With the help of Control Systems Toolbox, MATLAB code, and Simulink code, Nio was able to implement the autonomous driving feature, which is actually GPS waypoint following, and successfully demoed the EP9 at the COTA. Like I said, this took three engineers three months to achieve this goal. Our controls and algorithms team uses Control Systems Toolbox, MATLAB Coder, and Simulink Coder almost on a daily basis to develop our L2 and L4 features, which are currently in development.

Project two is a camera calibration with the Computer Vision System Toolbox. We were able to do rapid prototyping of the various calibration algorithms for the ADAS tri-focal system we plan to launch in the ES8 vehicle.
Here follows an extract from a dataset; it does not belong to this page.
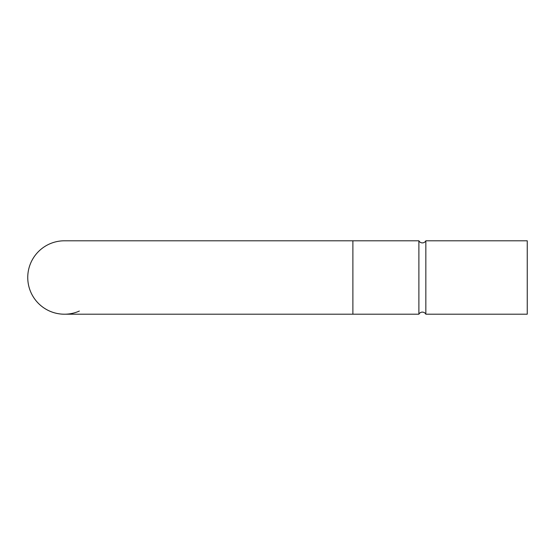 <?xml version="1.0" encoding="UTF-8"?>
<svg xmlns="http://www.w3.org/2000/svg" width="555" height="555" viewBox="0 0 555 555"><rect width="100%" height="100%" fill="white"/><g stroke="black" fill="none" stroke-linecap="round" stroke-linejoin="round"><path stroke-width="0.83" d="M79.33 311.064A36.706 36.706 0 0 1 27.75 277.5A36.706 36.706 0 0 1 64.456 240.794A36.706 36.706 0 0 0 27.75 277.5A36.706 36.706 0 0 0 64.456 314.206L352.883 314.206L352.883 240.794L64.456 240.794M425.845 314.206A3.934 3.934 0 0 0 418.886 314.206L418.886 240.794A3.934 3.934 0 0 0 425.845 240.794L527.25 240.794L527.25 314.206L425.845 314.206L425.845 240.794M418.886 240.794L352.883 240.794M418.886 314.206L352.883 314.206"/></g></svg>

Project number three, which I talked about right now, is the vision-guided self-localization for autonomous cars. We rely heavily on MATLAB for Image Processing and Computer System Toolbox for the visual feature recognition that we are incorporating in improving the self-localizing algorithm.

In addition, we are also using Automated Driving System Toolbox for some of our R&D projects. Maybe in a future talk, I can showcase some of those projects. That's my presentation. I would like to thank MathWorks team for providing me this wonderful opportunity to share some of our projects using MATLAB toolboxes with you. Thank you so much for listening to this topic.